What I began to wonder was, and I began this wondering at the GemäldegalerieI, where did all of this stuff come from?  With the division of the city at the end of World War II, all of the interesting collections were on the Russian side, the East.  Where did the West Berlin collections come from, as they struggled to build a cultural life in their island city during the cold war?  This I shall have spend some time researching.

Since we went together in 2009, and I didn't think that Arthur was ripe for another visit, I returned to the Alte Nationalgalerie.  It is like coming home for me, visiting old friends - friends that I didn't meet there but in books and encyclopaedias.  I started out by having coffee in the Café, and having a delightful conversation with a native of Berlin.  She wondered why I spoke German, and why I liked coming to Germany.  We talked of my parents, and their upbringing in Kansas and Colorado where German was the house-language, and how that was abandoned in the mid '20s.  She wondered why, and I responded that it was for "political" reasons.  We each had a glance of understanding - over, I think, a deep deep gulf that still exists.  Then we went on to talk about two of my favorite painters, Feuerbach and Böcklin. I ran into her later in the upper floors of the museum, and wished that we could have talked more.

Arnold Böcklin has been a favorite of mine since I read about him in a book called Dreamers of Decadence in the '70s.  It was filled with a number of symbolist painters, and he among a few others stood out for me.  There are several works by him there, but the Toteninsul - "Isle of the Dead" is the piece that has captured my imagination.

There are several versions of the painting, and there is another version that I like more.  This one, however, I could see in the canvas and oil.  It appeals to the introvert that I think I really am (in spite of my ENFP Myers-Briggs Type).  The quiet, the calm, and the stand of evergreen trees in the midst of the collection of graben speak to me in a very fundamental way.

His friend, Anselm Feuerbach, is also in evidence in the museum.  They share a corner of the gallery with a few others.  Feuerbach is not as dark as is Böcklin, but they all share classical qualities that I find quite handsome.  I wonder if I could have lived in their world?  Or was it a world of privilege that would have not been available, either materially or intellectually.  How stimulating it is, however, to look back and admire.

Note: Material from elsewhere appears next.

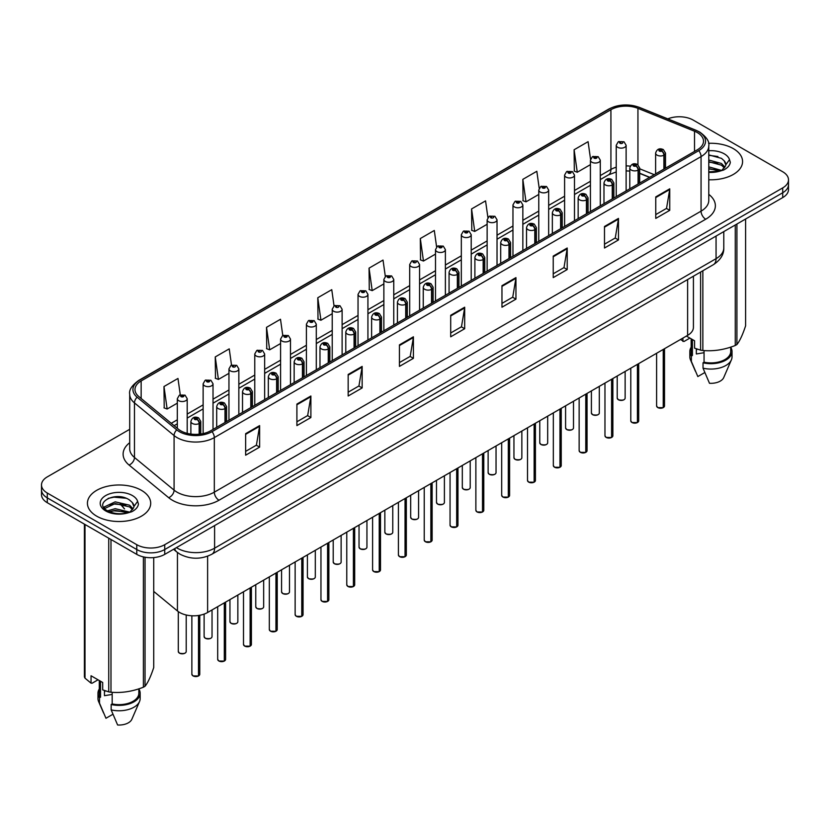 <?xml version="1.0" encoding="UTF-8"?>
<svg xmlns="http://www.w3.org/2000/svg" width="830" height="830" viewBox="0 0 830 830"><rect width="100%" height="100%" fill="white"/><g stroke="black" fill="none" stroke-linecap="round" stroke-linejoin="round"><path stroke-width="1.25" d="M649.548 177.392L639.681 173.408M693.424 276.203L693.424 327.29A19.775 11.413 180 0 1 687.624 335.362L207.614 612.488A19.775 11.413 180 0 1 177.444 610.963L153.726 591.417M733.305 148.622A31.633 18.26 0 0 0 708.54 143.32A31.633 18.26 0 0 1 733.305 148.622A31.633 18.26 0 0 1 742.57 161.539A31.633 18.26 0 0 0 733.305 148.622M141.432 490.333A31.633 18.26 0 0 0 106.956 486.38A31.633 18.26 0 0 0 87.43 503.25A31.633 18.26 0 0 0 96.695 516.167A31.633 18.26 0 0 0 131.171 520.13A31.633 18.26 0 0 0 150.697 503.25A31.633 18.26 0 0 0 141.432 490.333A31.633 18.26 0 0 0 106.956 486.38A31.633 18.26 0 0 0 87.43 503.25A31.633 18.26 0 0 0 96.695 516.167A31.633 18.26 0 0 0 131.171 520.13A31.633 18.26 0 0 0 150.697 503.25A31.633 18.26 0 0 0 141.432 490.333M697.325 132.582A21.092 12.18 180 0 1 703.508 141.193A21.092 12.18 180 0 1 697.325 149.805L210.592 430.822A21.092 12.18 180 0 1 178.398 429.193L138.786 396.533A21.092 12.18 180 0 1 134.979 389.55A21.092 12.18 180 0 1 141.152 380.939L610.922 109.716A21.092 12.18 180 0 1 637.938 108.346L694.513 131.223A21.092 12.18 180 0 1 697.325 132.582M698.777 131.752A23.136 13.353 0 0 0 695.685 130.248L639.11 107.381A23.136 13.353 0 0 0 609.479 108.875L139.71 380.099A23.136 13.353 0 0 0 137.116 397.207L176.728 429.867A23.136 13.353 0 0 0 212.044 431.652L698.777 150.635A23.136 13.353 0 0 0 698.777 131.752M129.698 429.307L47.289 476.887A19.775 11.413 0 0 0 41.5 484.959L41.5 494.639A19.775 11.413 0 0 0 47.289 502.71L136.774 554.378L136.774 549.533A19.775 11.413 0 0 0 164.734 549.533L782.711 192.747A19.775 11.413 0 0 0 788.5 184.675A19.775 11.413 0 0 1 782.711 192.747L164.734 549.533A19.775 11.413 0 0 1 136.774 549.533L47.289 497.876L136.774 549.533L136.774 544.688A19.775 11.413 0 0 0 164.734 544.688L782.711 187.902A19.775 11.413 0 0 0 788.5 179.83A19.775 11.413 0 0 0 782.711 171.758L693.226 120.101A19.775 11.413 0 0 0 667.797 118.866M41.5 489.804A19.775 11.413 0 0 0 47.289 497.876A19.775 11.413 0 0 1 41.5 489.804M245.639 433.675L245.639 455.203L259.624 447.121L259.624 425.603L245.639 433.675M245.639 451.375L256.408 445.16L259.562 426.319A5.271 3.04 -120 0 0 259.624 425.603M256.314 445.212L259.624 447.121M296.901 404.075L296.901 425.603L310.887 417.532L310.887 396.003L296.901 404.075M296.901 421.785L307.671 415.56L310.825 396.719A5.271 3.04 -120 0 0 310.887 396.003M307.577 415.623L310.887 417.532M348.164 374.475L348.164 396.003L362.15 387.932L362.15 366.404L348.164 374.475M348.164 392.185L358.934 385.971L362.098 367.119A5.271 3.04 -120 0 0 362.15 366.404M358.84 386.023L362.15 387.932M399.438 344.875L399.438 366.404L413.413 358.332L413.413 336.804L399.438 344.875M399.438 362.586L410.207 356.371L413.361 337.519A5.271 3.04 -120 0 0 413.413 336.804M410.103 356.423L413.413 358.332M655.762 196.897L655.762 218.415L669.737 210.343L669.737 188.825L655.762 196.897M655.762 214.597L666.532 208.382L669.686 189.531A5.271 3.04 -120 0 0 669.737 188.825M666.428 208.434L669.737 210.343M604.489 226.486L604.489 248.014L618.475 239.943L618.475 218.415L604.489 226.486M604.489 244.196L615.258 237.982L618.423 219.13A5.271 3.04 -120 0 0 618.475 218.415M615.165 238.034L618.475 239.943M553.226 256.086L553.226 277.614L567.212 269.543L567.212 248.014L553.226 256.086M553.226 273.796L563.995 267.582L567.149 248.73A5.271 3.04 -120 0 0 567.212 248.014M563.902 267.634L567.212 269.543M501.963 285.686L501.963 307.214L515.949 299.142L515.949 277.614L501.963 285.686M501.963 303.396L512.733 297.171L515.887 278.33A5.271 3.04 -120 0 0 515.949 277.614M512.639 297.233L515.949 299.142M450.7 315.286L450.7 336.804L464.676 328.732L464.676 307.214L450.7 315.286M450.7 332.986L461.47 326.771L464.624 307.93A5.271 3.04 -120 0 0 464.676 307.214M461.376 326.823L464.676 328.732M708.779 179.757A31.633 18.26 0 0 0 742.57 161.539A31.633 18.26 0 0 1 708.779 179.757M41.5 484.959A19.775 11.413 0 0 0 47.289 493.03L136.774 544.688M282.781 335.517L280.499 319.26L266.523 327.342L266.741 348.735M231.518 365.127L229.236 348.859L215.25 356.931L215.478 378.335M180.266 394.79L177.973 378.459L163.987 386.531L164.216 407.924M436.601 246.915L434.298 230.47L420.312 238.542L420.54 259.935M487.895 217.512L485.56 200.87L471.575 208.942L471.803 230.346M539.199 188.244L536.823 171.281L522.838 179.353L523.066 200.746M590.545 159.194L588.086 141.681L574.111 149.753L574.329 171.146M334.044 305.928L331.761 289.67L317.786 297.742L318.004 319.135M385.317 276.39L383.024 260.07L369.049 268.142L369.277 289.535M369.049 268.142L372.203 290.635L383.865 283.901M372.203 290.635L369.049 289.452M420.312 238.542L423.466 261.035L435.501 254.084M423.466 261.035L420.312 259.852M471.575 208.942L474.729 231.435L487.137 224.276M474.729 231.435L471.575 230.263M522.838 179.353L526.002 201.835L538.774 194.459M526.002 201.835L522.838 200.663M574.111 149.753L577.265 172.246L590.421 164.651M577.265 172.246L574.111 171.063M317.786 297.742L320.94 320.235L332.228 313.709M320.94 320.235L317.786 319.052M266.523 327.342L269.677 349.824L280.592 343.527M269.677 349.824L266.523 348.652M215.25 356.931L218.415 379.424L228.956 373.334M218.415 379.424L215.25 378.241M163.987 386.531L167.141 409.024L177.319 403.152M167.141 409.024L163.987 407.841M136.774 554.378A19.775 11.413 0 0 0 164.734 554.378L782.711 197.592A19.775 11.413 0 0 0 788.5 189.52L788.5 179.83M663.201 407.675L657.785 407.613L656.603 405.932A3.953 2.283 0 0 0 657.765 407.551A3.953 2.283 0 0 0 663.232 407.613L663.139 407.665A3.818 2.21 180 0 1 657.858 407.603M663.232 407.457L663.471 349.306M664.208 168.926L664.208 155.044A3.299 1.982 -122.2 0 0 661.769 151.07A1.65 0.955 0 0 0 661.728 149.753A1.65 0.955 0 0 0 659.394 149.753A1.65 0.955 0 0 0 659.394 151.091A1.65 0.955 0 0 0 661.676 151.122L659.902 150.427L661.022 150.157L661.769 151.07M661.676 151.122A3.299 1.816 62.1 0 1 663.896 155.22A4.939 2.853 180 0 1 657.059 155.137A4.939 2.853 180 0 1 655.617 153.114C656.883 149.058 659.466 147.885 663.367 149.587L665.504 153.114A4.939 2.853 180 0 1 664.208 155.044M663.896 169.102L663.896 155.22M663.232 407.613L663.232 349.451M626.121 190.921L626.121 145.281A4.939 2.853 180 0 1 623.071 147.916A4.939 2.853 180 0 1 617.686 147.304A4.939 2.853 180 0 1 616.234 145.281L618.205 141.857A3.299 1.982 57.8 0 1 619.958 141.951A1.65 0.955 0 0 0 620.01 143.268A1.65 0.955 0 0 0 622.344 143.268A1.65 0.955 0 0 0 622.344 141.92A1.65 0.955 0 0 0 620.062 141.888L620.736 142.314M620.062 141.888A3.299 1.816 -117.9 0 0 618.526 141.671A3.299 1.816 -117.9 0 0 618.381 141.764M620.695 142.853L619.958 141.951M620.716 142.864L620.695 142.335M637.388 422.584L631.972 422.512L630.79 420.841A3.953 2.283 0 0 0 631.941 422.46A3.953 2.283 0 0 0 637.409 422.522L637.326 422.574A3.818 2.21 180 0 1 632.035 422.512M637.409 422.366L637.658 364.214M638.384 183.835L638.384 169.953A3.299 1.982 -122.2 0 0 635.956 165.969A1.65 0.955 0 0 0 635.904 164.662A1.65 0.955 0 0 0 633.57 164.662A1.65 0.955 0 0 0 633.57 166A1.65 0.955 0 0 0 635.853 166.031L634.079 165.326L635.209 165.056L635.956 165.969M635.853 166.031A3.299 1.816 62.1 0 1 638.083 170.129A4.939 2.853 180 0 1 631.246 170.036A4.939 2.853 180 0 1 629.794 168.023C631.059 163.966 633.643 162.794 637.554 164.496L639.681 168.023A4.939 2.853 180 0 1 638.384 169.953M638.083 184.011L638.083 170.129M637.409 422.522L637.409 364.349M611.565 437.493L606.149 437.42L604.966 435.75A3.953 2.283 0 0 0 606.128 437.358A3.953 2.283 0 0 0 611.596 437.431L611.503 437.483A3.818 2.21 180 0 1 606.222 437.42M611.596 437.265L611.835 379.123M612.561 198.744L612.561 184.851A3.299 1.982 -122.2 0 0 610.133 180.878A1.65 0.955 0 0 0 610.081 179.56A1.65 0.955 0 0 0 607.757 179.56A1.65 0.955 0 0 0 607.757 180.909A1.65 0.955 0 0 0 610.029 180.94L608.265 180.235L609.386 179.965L610.133 180.878M610.029 180.94A3.299 1.816 62.1 0 1 612.26 185.028A4.939 2.853 180 0 1 605.423 184.945A4.939 2.853 180 0 1 603.981 182.932C605.236 178.875 607.83 177.693 611.731 179.405L613.868 182.932A4.939 2.853 180 0 1 612.561 184.851M612.26 198.92L612.26 185.028M611.596 437.431L611.596 379.258M585.741 452.402L580.336 452.329L579.143 450.649A3.953 2.283 0 0 0 580.305 452.267A3.953 2.283 0 0 0 585.773 452.34L585.69 452.392A3.818 2.21 180 0 1 580.398 452.319M585.773 452.174L586.022 394.022M586.748 213.652L586.748 199.76A3.299 1.982 -122.2 0 0 584.32 195.787A1.65 0.955 0 0 0 584.268 194.469A1.65 0.955 0 0 0 581.934 194.469A1.65 0.955 0 0 0 581.934 195.818A1.65 0.955 0 0 0 584.216 195.849L582.442 195.143L583.573 194.874L584.32 195.787M584.216 195.849A3.299 1.816 62.1 0 1 586.437 199.937A4.939 2.853 180 0 1 579.61 199.854A4.939 2.853 180 0 1 578.157 197.831C579.423 193.774 582.006 192.602 585.918 194.303L588.045 197.831A4.939 2.853 180 0 1 586.748 199.76M586.437 213.829L586.437 199.937M585.773 452.34L585.773 394.167M559.928 467.3L554.513 467.238L553.33 465.557A3.953 2.283 0 0 0 554.492 467.176A3.953 2.283 0 0 0 559.96 467.238L559.866 467.29A3.818 2.21 180 0 1 554.585 467.228M559.96 467.083L560.198 408.931M560.924 228.551L560.924 214.669A3.299 1.982 -122.2 0 0 558.497 210.696A1.65 0.955 0 0 0 558.445 209.378A1.65 0.955 0 0 0 556.121 209.378A1.65 0.955 0 0 0 556.121 210.727A1.65 0.955 0 0 0 558.393 210.747L556.629 210.052L557.75 209.782L558.497 210.696M558.393 210.747A3.299 1.816 62.1 0 1 560.624 214.846A4.939 2.853 180 0 1 553.786 214.763A4.939 2.853 180 0 1 552.344 212.739C553.6 208.683 556.193 207.51 560.094 209.212L562.221 212.739A4.939 2.853 180 0 1 560.924 214.669M560.624 228.727L560.624 214.846M559.96 467.238L559.96 409.076M600.298 205.819L600.298 160.19A4.939 2.853 180 0 1 597.247 162.825A4.939 2.853 180 0 1 591.863 162.213A4.939 2.853 180 0 1 590.421 160.19L592.392 156.756A3.299 1.982 57.8 0 1 594.145 156.86A1.65 0.955 0 0 0 594.197 158.177A1.65 0.955 0 0 0 596.521 158.177A1.65 0.955 0 0 0 596.521 156.829A1.65 0.955 0 0 0 594.249 156.797L596.023 157.503L594.892 157.773L594.145 156.86M594.913 157.783L594.913 157.223M594.249 156.797A3.299 1.816 -117.9 0 0 592.703 156.579A3.299 1.816 -117.9 0 0 592.558 156.673M594.871 157.762L594.871 157.244M574.485 220.728L574.485 175.099A4.939 2.853 180 0 1 571.434 177.734A4.939 2.853 180 0 1 566.05 177.112A4.939 2.853 180 0 1 564.597 175.099L566.568 171.665A3.299 1.982 57.8 0 1 568.322 171.769A1.65 0.955 0 0 0 568.374 173.076A1.65 0.955 0 0 0 570.708 173.076A1.65 0.955 0 0 0 570.708 171.737A1.65 0.955 0 0 0 568.426 171.706L570.2 172.401L569.079 172.671L568.322 171.769M569.1 172.692L569.1 172.121M568.426 171.706A3.299 1.816 -117.9 0 0 566.89 171.478A3.299 1.816 -117.9 0 0 566.745 171.571M548.661 235.637L548.661 190.008A4.939 2.853 180 0 1 545.611 192.643A4.939 2.853 180 0 1 540.226 192.021A4.939 2.853 180 0 1 538.774 190.008L540.745 186.574A3.299 1.982 57.8 0 1 542.509 186.667A1.65 0.955 0 0 0 542.561 187.985A1.65 0.955 0 0 0 544.885 187.985A1.65 0.955 0 0 0 544.885 186.636A1.65 0.955 0 0 0 542.613 186.615L544.376 187.31L543.256 187.58L542.509 186.667M543.277 187.59L543.277 187.03M542.613 186.615A3.299 1.816 -117.9 0 0 541.067 186.387A3.299 1.816 -117.9 0 0 540.921 186.48M543.256 187.58L543.235 187.051M697.086 349.098A14.899 8.601 0 0 0 696.339 350.561M696.339 348.828L696.339 353.964L704.058 352.709M708.779 166.872L721.633 170.43M708.779 168.583L719.973 171.136M708.779 160.034L721.478 163.489L724.932 167.089M708.779 161.746L721.478 165.191L724.362 167.899M708.779 171.851L719.444 171.25L723.625 170.036C727.651 167.971 729.881 165.388 730.327 162.296L729.497 159.63L725.835 164.765A14.899 8.601 0 0 0 724.154 160.792L725.825 164.973M724.154 160.792L721.488 158.364L708.779 154.888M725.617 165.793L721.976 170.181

It is a short distance over to Hackescher Markt, so I go their and find a nice little Italian restaurant (I have had my fill of schnitzel) so some vitello tonnato does quite nicely.  On my way back, I stop off at the Hauptbahnhof and buy a ticket for Leipzig.  I do this at a kiosk, which asks me all kinds of questions: when am I traveling, when do I want to depart, when do I want to return, if I stay over in Lutherstadt - Wittenburg how long will I be there?  When I finally print the ticket, it is generic - good until 2013!

All of this stuff!  Time for bed.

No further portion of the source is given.